Stored data entries
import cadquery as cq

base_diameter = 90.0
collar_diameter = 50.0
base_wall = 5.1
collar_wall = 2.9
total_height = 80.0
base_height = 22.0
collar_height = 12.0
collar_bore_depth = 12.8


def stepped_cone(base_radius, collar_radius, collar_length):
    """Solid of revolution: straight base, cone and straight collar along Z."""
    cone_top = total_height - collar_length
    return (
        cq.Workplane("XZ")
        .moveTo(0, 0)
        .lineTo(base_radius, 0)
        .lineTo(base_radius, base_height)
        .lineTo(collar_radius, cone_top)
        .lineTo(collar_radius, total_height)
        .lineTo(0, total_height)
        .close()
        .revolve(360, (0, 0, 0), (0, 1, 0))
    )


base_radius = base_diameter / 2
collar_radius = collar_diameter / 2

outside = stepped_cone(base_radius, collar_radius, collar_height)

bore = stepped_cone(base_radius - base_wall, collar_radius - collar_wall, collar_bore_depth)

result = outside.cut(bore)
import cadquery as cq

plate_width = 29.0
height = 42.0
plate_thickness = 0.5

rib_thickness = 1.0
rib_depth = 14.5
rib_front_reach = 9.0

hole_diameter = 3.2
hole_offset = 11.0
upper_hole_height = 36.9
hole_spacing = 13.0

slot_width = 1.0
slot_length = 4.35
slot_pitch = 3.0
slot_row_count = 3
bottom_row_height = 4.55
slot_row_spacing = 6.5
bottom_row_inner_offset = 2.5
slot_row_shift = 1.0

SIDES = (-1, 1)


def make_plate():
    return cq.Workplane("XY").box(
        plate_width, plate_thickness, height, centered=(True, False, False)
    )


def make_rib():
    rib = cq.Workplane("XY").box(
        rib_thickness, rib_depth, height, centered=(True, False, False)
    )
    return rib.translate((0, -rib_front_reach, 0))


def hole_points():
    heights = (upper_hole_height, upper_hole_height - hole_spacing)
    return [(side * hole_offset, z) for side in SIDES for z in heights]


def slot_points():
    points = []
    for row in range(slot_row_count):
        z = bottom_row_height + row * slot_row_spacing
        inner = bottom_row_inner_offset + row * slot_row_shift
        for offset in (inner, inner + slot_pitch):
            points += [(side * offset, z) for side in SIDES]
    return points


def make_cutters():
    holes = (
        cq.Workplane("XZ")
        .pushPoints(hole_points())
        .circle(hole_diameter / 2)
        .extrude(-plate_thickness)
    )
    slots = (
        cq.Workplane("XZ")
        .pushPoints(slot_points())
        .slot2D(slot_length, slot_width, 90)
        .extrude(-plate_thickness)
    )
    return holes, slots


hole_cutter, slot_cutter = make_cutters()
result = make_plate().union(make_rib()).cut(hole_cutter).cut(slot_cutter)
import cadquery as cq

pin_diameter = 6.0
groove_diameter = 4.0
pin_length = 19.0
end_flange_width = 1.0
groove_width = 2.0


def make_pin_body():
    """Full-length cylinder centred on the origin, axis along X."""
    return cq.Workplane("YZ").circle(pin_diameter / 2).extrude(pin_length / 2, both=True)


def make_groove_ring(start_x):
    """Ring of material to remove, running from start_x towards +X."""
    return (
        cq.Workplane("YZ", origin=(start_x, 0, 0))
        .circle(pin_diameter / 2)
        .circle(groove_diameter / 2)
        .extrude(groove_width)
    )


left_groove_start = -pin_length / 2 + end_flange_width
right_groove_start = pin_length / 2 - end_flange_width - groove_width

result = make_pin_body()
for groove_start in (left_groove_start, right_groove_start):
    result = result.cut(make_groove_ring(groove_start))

WHAT THIS TASK INVOLVES:
With "outside" as the string to match, show every line of the entries above that has it.

THE ANSWER:
outside = stepped_cone(base_radius, collar_radius, collar_height)
result = outside.cut(bore)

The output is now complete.